Assignment> Apart from the images, output the data below exactly.

Provided entries>

────────

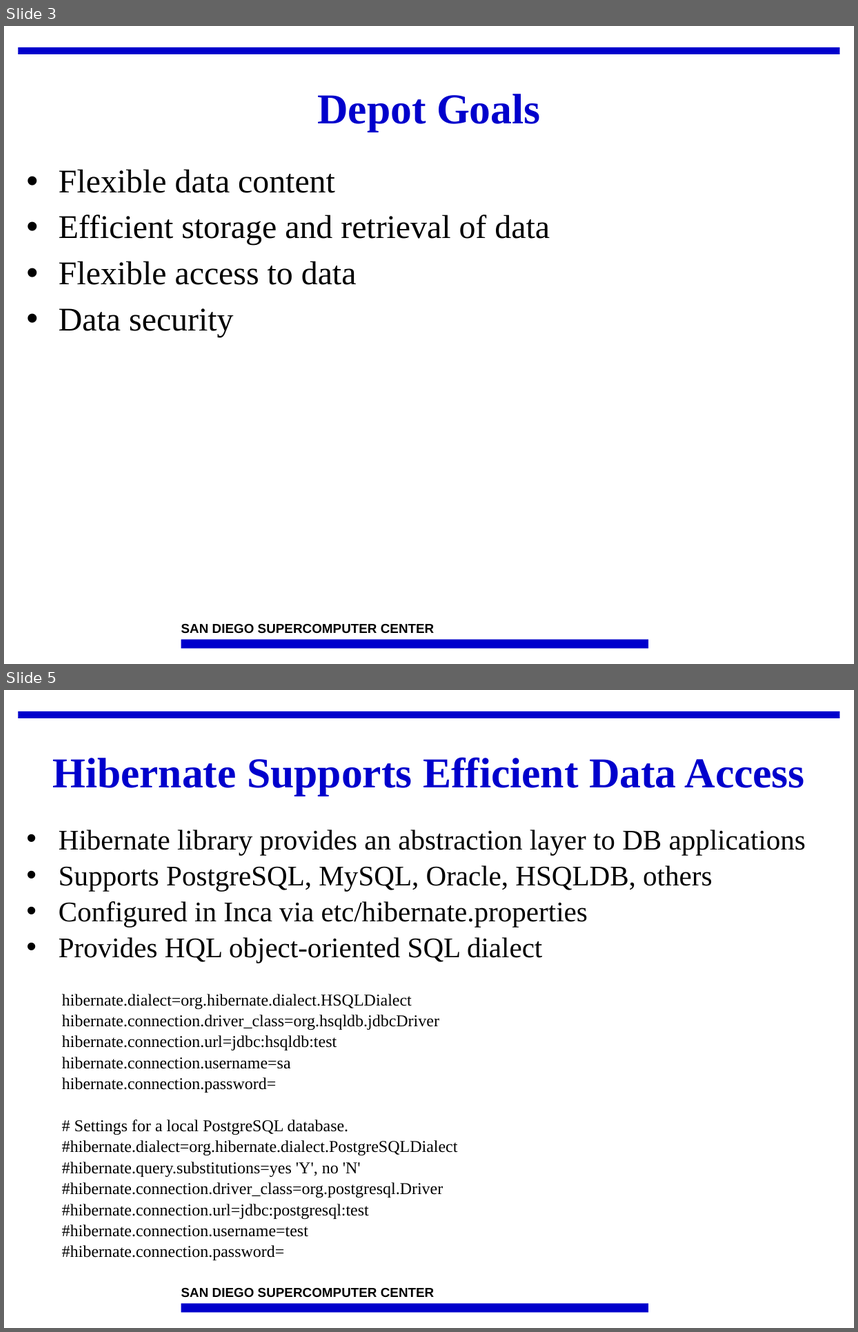
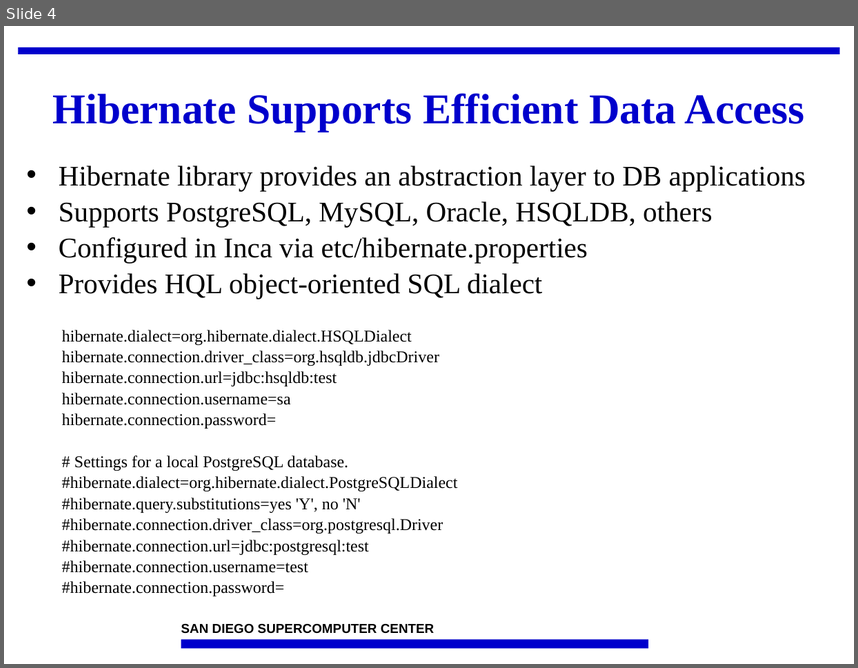
Before and after one commit to IncaProject/inca-xsede, a slide deck: talks/2008workshop/depot.ppt. Shown one above the other, each under a label of ours: slides 3 and 5 before the commit, slide 4 after it; the slides between them are not shown. The pictures are 858x1332 and 858x668 pixels, drawn with LibreOffice and Linux fonts; fonts in the diff are those of the drawing; background and template pictures are left out. Boxes give left, top, right and bottom in pixels: in the first picture for what was removed or moved away, otherwise in the second. Text is boxed around its words. In the diff, an @@ line names an element or a change of style, - is before the commit and + after.

```diff
--- a/talks/2008workshop/depot.ppt
+++ b/talks/2008workshop/depot.ppt
@@ slide 3 removed at bbox=[4, 26, 854, 664], background #FFFFFF; not listed: 3 template elements that a slide beside it also shows @@
@@ title removed at bbox=[317, 94, 540, 131] @@
-Depot Goals
@@ text removed at bbox=[59, 169, 550, 337] @@
-• Flexible data content
-• Efficient storage and retrieval of data
-• Flexible access to data
-• Data security
@@ what was slide 5 is now slide 4 @@
```
Also in this commit, not shown: 5 slides changed, 2 slides added, 1 other slide removed.
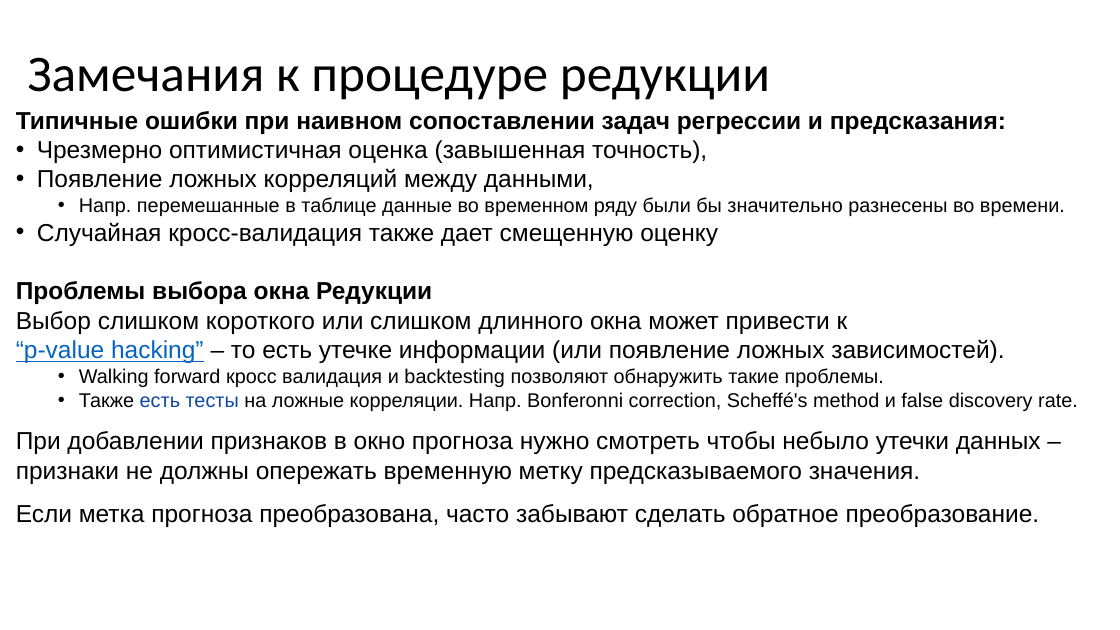
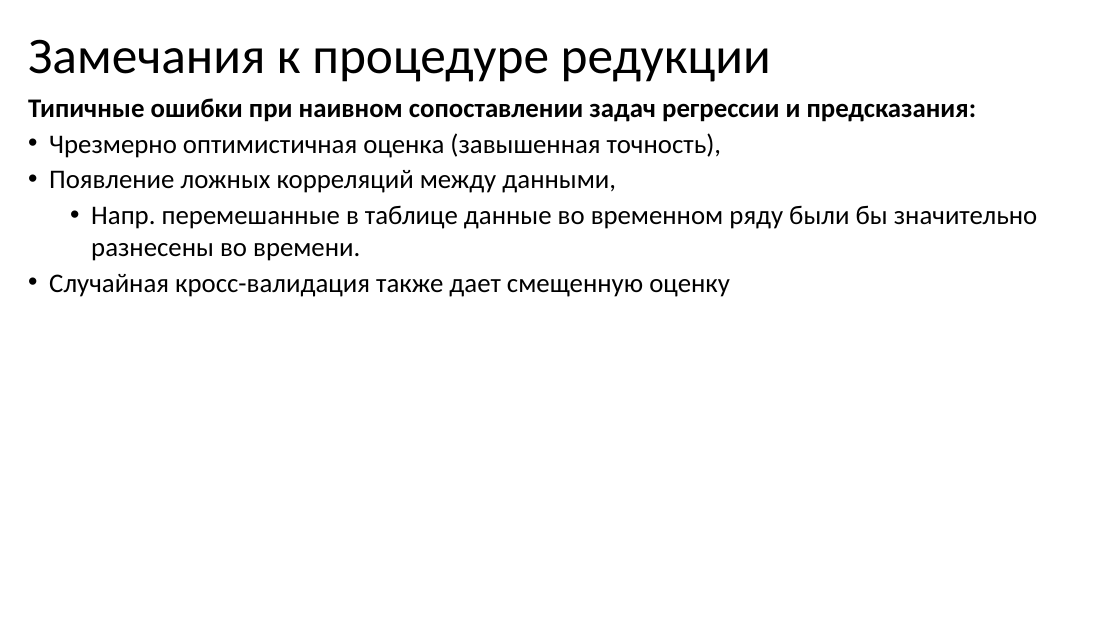
Before and after one commit to MVRonkin/TimeSeriesCourse, a slide deck: slide 8 of 2025/LEC/05-1 методы машинного обучения для анализа ВР.pptx (slide 7 before the commit). Drawn at 1120x630 pixels with LibreOffice and Linux fonts; fonts in the diff are those of the drawing. Boxes give left, top, right and bottom in pixels: in the first picture for what was removed or moved away, otherwise in the second. Text is boxed around its words. In the diff, an @@ line names an element or a change of style, - is before the commit and + after.

```diff
--- a/2025/LEC/05-1 методы машинного обучения для анализа ВР.pptx
+++ b/2025/LEC/05-1 методы машинного обучения для анализа ВР.pptx
@@ title "Замечания к процедуре редукции": place and size @@
-title "Замечания к процедуре редукции" at <box>27,57,770,100</box>
+title "Замечания к процедуре редукции" at <box>28,39,771,82</box>
@@ text "Типичные ошибки при наивном сопоставлении ...": place and size @@
-text "Типичные ошибки при наивном сопоставлении ..." at <box>16,111,1078,527</box>
+text "Типичные ошибки при наивном сопоставлении ..." at <box>28,98,1037,297</box>
@@ text "Типичные ошибки при наивном сопоставлении ..." at <box>28,98,1037,297</box>: size 21 to 23 pt in "Типичные ошибки при наивном сопоставлении задач регрессии ...", "Чрезмерно оптимистичная оценка (завышенная точность),", "Появление ложных корреляций между данными,", "Случайная кросс-валидация также дает смещенную оценку"; font Arial to Calibri; size 17 to 23 pt in "Напр. перемешанные в таблице данные во временном ..."; more space between paragraphs @@
@@ text at <box>16,281,1078,527</box>: paragraphs removed @@
-Проблемы выбора окна Редукции
-Выбор слишком короткого или слишком длинного окна может привести к
-“p-value hacking” – то есть утечке информации (или появление ложных зависимостей).
-  • Walking forward кросс валидация и backtesting позволяют обнаружить такие проблемы.
-  • Также есть тесты на ложные корреляции. Напр. Bonferonni correction, Scheffé's method и false discovery rate.
-При добавлении признаков в окно прогноза нужно смотреть чтобы небыло утечки данных – признаки не должны опережать временную метку предсказываемого значения.
-Если метка прогноза преобразована, часто забывают сделать обратное преобразование.
```
Also in this commit, not shown: 5 other slides changed, 6 slides added, 5 slides removed, 2 other files.

────────

Response to this task>
Before and after one commit to IncaProject/inca-xsede, a slide deck: talks/2008workshop/depot.ppt. Shown one above the other, each under a label of ours: slides 3 and 5 before the commit, slide 4 after it; the slides between them are not shown. The pictures are 858x1332 and 858x668 pixels, drawn with LibreOffice and Linux fonts; fonts in the diff are those of the drawing; background and template pictures are left out. Boxes give left, top, right and bottom in pixels: in the first picture for what was removed or moved away, otherwise in the second. Text is boxed around its words. In the diff, an @@ line names an element or a change of style, - is before the commit and + after.

```diff
--- a/talks/2008workshop/depot.ppt
+++ b/talks/2008workshop/depot.ppt
@@ slide 3 removed at bbox=[4, 26, 854, 664], background #FFFFFF; not listed: 3 template elements that a slide beside it also shows @@
@@ title removed at bbox=[317, 94, 540, 131] @@
-Depot Goals
@@ text removed at bbox=[59, 169, 550, 337] @@
-• Flexible data content
-• Efficient storage and retrieval of data
-• Flexible access to data
-• Data security
@@ what was slide 5 is now slide 4 @@
```
Also in this commit, not shown: 5 slides changed, 2 slides added, 1 other slide removed.
Before and after one commit to MVRonkin/TimeSeriesCourse, a slide deck: slide 8 of 2025/LEC/05-1 методы машинного обучения для анализа ВР.pptx (slide 7 before the commit). Drawn at 1120x630 pixels with LibreOffice and Linux fonts; fonts in the diff are those of the drawing. Boxes give left, top, right and bottom in pixels: in the first picture for what was removed or moved away, otherwise in the second. Text is boxed around its words. In the diff, an @@ line names an element or a change of style, - is before the commit and + after.

```diff
--- a/2025/LEC/05-1 методы машинного обучения для анализа ВР.pptx
+++ b/2025/LEC/05-1 методы машинного обучения для анализа ВР.pptx
@@ title "Замечания к процедуре редукции": place and size @@
-title "Замечания к процедуре редукции" at <box>27,57,770,100</box>
+title "Замечания к процедуре редукции" at <box>28,39,771,82</box>
@@ text "Типичные ошибки при наивном сопоставлении ...": place and size @@
-text "Типичные ошибки при наивном сопоставлении ..." at <box>16,111,1078,527</box>
+text "Типичные ошибки при наивном сопоставлении ..." at <box>28,98,1037,297</box>
@@ text "Типичные ошибки при наивном сопоставлении ..." at <box>28,98,1037,297</box>: size 21 to 23 pt in "Типичные ошибки при наивном сопоставлении задач регрессии ...", "Чрезмерно оптимистичная оценка (завышенная точность),", "Появление ложных корреляций между данными,", "Случайная кросс-валидация также дает смещенную оценку"; font Arial to Calibri; size 17 to 23 pt in "Напр. перемешанные в таблице данные во временном ..."; more space between paragraphs @@
@@ text at <box>16,281,1078,527</box>: paragraphs removed @@
-Проблемы выбора окна Редукции
-Выбор слишком короткого или слишком длинного окна может привести к
-“p-value hacking” – то есть утечке информации (или появление ложных зависимостей).
-  • Walking forward кросс валидация и backtesting позволяют обнаружить такие проблемы.
-  • Также есть тесты на ложные корреляции. Напр. Bonferonni correction, Scheffé's method и false discovery rate.
-При добавлении признаков в окно прогноза нужно смотреть чтобы небыло утечки данных – признаки не должны опережать временную метку предсказываемого значения.
-Если метка прогноза преобразована, часто забывают сделать обратное преобразование.
```
Also in this commit, not shown: 5 other slides changed, 6 slides added, 5 slides removed, 2 other files.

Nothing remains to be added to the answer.